Cit-y-cen-tri-sm An egotistical belief that one’s city is the most important in the country and anyone else’s is inferior by comparison.”
No, you will not find this in a dictionary, as it is a term I conjured up myself. Nevertheless, I have a dream. I have a dream that one day, men and woman, everywhere will be uttering this phrase. Why? Because “city-centrism” is practised by millions on a regular basis, something I was acutely reminded of during the Olympics.
After witnessing Usain Bolt defy the laws of physics during the 200m men’s final, I along with the rest of the world, were left glued to the screen as he celebrated his gold medal in style. Of course, we were treated to all the usual Bolt victory traits, which included playing up to the cameras and audaciously interacting with the spectators.
However, it is was what he said during an interview that stood out the most for me. After being prompted by silver medalist Yohan Blake, he courteously thanked Birmingham, the city that hosted the Jamaican team whilst they trained in England for the Olympics. Being a resident of this city, I may have gone slightly overboard in my support of this mention along with other fellow, Birmingham dwellers.
Nevertheless, I was slightly taken aback by the swift way in which those from London patronised our victory over Twitter. With mocking jeers, a few tweets suggested that Birmingham would never be as good as London and all of those getting excited should calm down.
Ladies and gentleman, I present to you “city-centrism”.
It just was not possible for these hardcore Londoners to sit back and let us have this small triumph. No, they had to steal our glory by reminding us that they were in the city where the Olympics were being hosted. As if we didn’t know already.
After this ordeal, my ever analytical mind found itself trying to understand the cause of this behaviour. After dismissing the obvious reasons such as the fact that these people were suffering from “Olympicitus” (an over measured sense of pride that comes from realising thousands are tuning in to watch an event taking place in your city), I realised this issue was more deep rooted.

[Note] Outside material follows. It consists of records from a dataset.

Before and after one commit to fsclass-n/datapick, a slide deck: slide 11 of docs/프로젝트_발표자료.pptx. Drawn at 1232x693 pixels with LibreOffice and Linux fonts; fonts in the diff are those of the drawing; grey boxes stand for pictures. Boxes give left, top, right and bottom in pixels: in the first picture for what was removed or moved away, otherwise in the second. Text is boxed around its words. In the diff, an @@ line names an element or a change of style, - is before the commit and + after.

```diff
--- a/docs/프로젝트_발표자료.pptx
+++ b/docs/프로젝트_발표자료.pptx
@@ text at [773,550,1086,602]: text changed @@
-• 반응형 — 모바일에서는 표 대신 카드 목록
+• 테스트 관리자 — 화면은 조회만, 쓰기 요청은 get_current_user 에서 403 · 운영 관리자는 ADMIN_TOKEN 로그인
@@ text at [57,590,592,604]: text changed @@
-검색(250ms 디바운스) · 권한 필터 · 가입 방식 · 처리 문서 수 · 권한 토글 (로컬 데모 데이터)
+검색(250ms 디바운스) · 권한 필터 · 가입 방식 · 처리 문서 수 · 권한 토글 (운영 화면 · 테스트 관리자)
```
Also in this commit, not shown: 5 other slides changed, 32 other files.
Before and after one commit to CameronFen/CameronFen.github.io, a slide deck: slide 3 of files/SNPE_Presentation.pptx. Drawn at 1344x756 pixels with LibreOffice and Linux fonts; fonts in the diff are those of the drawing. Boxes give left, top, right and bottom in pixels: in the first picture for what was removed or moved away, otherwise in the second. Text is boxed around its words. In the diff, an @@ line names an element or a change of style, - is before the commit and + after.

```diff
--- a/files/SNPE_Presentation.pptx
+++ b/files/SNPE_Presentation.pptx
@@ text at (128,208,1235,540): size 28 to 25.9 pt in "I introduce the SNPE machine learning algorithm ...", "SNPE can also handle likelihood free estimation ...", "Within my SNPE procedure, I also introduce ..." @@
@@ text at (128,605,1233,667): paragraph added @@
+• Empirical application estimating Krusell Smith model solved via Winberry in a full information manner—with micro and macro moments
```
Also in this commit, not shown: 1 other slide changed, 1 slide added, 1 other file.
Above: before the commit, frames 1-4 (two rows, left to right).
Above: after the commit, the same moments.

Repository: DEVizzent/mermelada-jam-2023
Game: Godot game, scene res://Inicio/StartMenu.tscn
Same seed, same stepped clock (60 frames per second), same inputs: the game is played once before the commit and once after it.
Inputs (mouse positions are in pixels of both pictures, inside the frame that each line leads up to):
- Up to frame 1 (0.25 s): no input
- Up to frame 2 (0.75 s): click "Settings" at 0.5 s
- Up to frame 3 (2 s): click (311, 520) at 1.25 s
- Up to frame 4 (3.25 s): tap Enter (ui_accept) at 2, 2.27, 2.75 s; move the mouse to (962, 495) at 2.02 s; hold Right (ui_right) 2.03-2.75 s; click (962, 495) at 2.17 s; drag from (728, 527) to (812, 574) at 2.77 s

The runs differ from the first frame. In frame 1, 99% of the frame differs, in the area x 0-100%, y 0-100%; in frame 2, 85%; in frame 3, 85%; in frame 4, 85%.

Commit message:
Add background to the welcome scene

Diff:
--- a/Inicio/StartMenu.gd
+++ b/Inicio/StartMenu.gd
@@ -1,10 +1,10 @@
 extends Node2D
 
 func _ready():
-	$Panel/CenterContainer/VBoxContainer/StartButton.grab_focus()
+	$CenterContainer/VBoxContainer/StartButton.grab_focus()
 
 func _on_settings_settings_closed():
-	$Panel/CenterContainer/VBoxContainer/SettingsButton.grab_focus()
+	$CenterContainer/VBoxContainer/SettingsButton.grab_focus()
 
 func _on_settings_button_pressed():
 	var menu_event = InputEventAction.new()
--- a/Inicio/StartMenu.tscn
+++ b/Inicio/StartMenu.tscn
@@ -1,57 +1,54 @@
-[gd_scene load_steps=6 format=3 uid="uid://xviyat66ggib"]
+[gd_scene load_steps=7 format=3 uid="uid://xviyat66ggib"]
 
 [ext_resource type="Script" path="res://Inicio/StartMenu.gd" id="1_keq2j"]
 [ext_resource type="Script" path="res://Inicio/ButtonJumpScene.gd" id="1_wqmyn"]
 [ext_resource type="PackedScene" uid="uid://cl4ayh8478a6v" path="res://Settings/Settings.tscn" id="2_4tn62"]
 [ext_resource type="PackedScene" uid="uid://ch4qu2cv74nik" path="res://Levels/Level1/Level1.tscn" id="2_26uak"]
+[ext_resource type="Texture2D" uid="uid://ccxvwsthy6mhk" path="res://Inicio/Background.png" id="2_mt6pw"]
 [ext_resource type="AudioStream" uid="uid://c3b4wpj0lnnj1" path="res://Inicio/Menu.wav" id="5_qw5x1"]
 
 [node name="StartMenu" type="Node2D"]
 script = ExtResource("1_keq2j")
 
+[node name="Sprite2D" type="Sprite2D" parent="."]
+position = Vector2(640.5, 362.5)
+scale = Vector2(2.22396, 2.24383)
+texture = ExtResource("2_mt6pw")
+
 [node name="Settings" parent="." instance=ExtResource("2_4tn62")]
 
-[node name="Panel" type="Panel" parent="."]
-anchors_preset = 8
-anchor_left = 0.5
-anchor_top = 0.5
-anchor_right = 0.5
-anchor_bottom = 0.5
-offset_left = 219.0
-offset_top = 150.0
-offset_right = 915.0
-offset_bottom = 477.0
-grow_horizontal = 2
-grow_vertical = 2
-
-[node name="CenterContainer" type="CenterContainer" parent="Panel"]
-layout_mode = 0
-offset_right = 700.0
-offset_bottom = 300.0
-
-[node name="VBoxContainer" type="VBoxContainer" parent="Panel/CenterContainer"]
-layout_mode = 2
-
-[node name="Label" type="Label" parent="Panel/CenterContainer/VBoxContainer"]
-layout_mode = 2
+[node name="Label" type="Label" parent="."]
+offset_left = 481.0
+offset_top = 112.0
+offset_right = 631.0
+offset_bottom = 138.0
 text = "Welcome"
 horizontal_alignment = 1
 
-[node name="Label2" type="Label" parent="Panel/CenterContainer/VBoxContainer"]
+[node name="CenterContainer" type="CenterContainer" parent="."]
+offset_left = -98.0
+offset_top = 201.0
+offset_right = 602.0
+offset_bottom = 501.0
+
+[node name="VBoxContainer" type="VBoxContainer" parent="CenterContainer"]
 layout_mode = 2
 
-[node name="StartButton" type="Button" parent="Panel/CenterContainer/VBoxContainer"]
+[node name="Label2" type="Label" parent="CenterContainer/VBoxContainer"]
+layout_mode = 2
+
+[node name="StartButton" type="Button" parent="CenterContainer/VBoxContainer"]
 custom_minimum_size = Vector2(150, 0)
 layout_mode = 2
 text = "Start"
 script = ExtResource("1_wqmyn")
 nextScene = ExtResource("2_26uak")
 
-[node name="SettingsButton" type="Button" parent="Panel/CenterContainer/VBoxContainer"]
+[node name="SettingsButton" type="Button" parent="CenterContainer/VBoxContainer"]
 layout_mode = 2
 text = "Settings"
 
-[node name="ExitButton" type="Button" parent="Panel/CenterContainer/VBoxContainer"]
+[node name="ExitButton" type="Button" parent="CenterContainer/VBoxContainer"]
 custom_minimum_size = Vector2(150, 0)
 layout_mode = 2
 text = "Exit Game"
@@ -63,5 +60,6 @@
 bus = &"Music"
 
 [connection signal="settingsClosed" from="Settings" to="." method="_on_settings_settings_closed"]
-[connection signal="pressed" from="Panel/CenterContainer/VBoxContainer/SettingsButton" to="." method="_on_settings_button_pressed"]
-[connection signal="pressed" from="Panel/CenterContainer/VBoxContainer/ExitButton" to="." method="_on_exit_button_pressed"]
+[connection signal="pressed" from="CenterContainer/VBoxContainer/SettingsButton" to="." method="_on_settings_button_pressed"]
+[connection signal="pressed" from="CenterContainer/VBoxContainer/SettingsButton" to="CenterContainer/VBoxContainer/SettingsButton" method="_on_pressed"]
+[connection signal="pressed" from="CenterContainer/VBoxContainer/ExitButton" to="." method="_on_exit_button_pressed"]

It comes from a belief, imbedded into many Londoners, that because they come from the capital, they have the right to say and do as they please. This in turn means that often, poor, defenceless dwellers of other cities get victimised by these geographical bullies.
You may think I am going overboard however, I can assure you that I myself have been a victim of this prejudice. Over the past few years, I have acquired many friends from London, thanks to university. Many of these friends, once they realised Birmingham is not like the capital, have complained endlessly about the city. As London is bigger in comparison and therefore, has more things to offer, I am willing to let them off for this tirade.
Nevertheless, what I can not ignore is the sense of ignorance many display about anything and anywhere that does not come under the official title of London. Not only do they enjoy making a big deal about those who does not speak like someone from the capital, which by the way, eventually gets tiring and I don’t even have the strongest of Birmingham accents, but they also seem to have very little knowledge about any other area in England.
It is as if they have been living in their own little, industrial coloured bubble of London for most of their lives. Sadly, this bubble never bursts, even when they step out of the city.
I have, on several occasions, confronted my friends about this behaviour. I am always greeted with the same response; an uncommitted shrug followed by the words, “Well, I’m from London.” This attitude encapsulates what “city-centrism” is all about; an apologetic stance deriving from the illusion that the city they are from equates to a freedom to act in this way.
It doesn’t stop in England either. “City-centrism” is something that happens all around the world. Whilst I was in Russia, I noticed that the residents of Moscow carried themselves with a bit more importance as opposed to people living in rural areas of the country. Furthermore, if you look at those from Lagos, I am certain that they too will have certain air of confidence.
In a way, I don’t blame these people. When you know you live in one of the world’s busiest cities, why wouldn’t you feel smug? As understandable as their arrogance may be however, it is still no fun for all those who cannot partake in this small victory.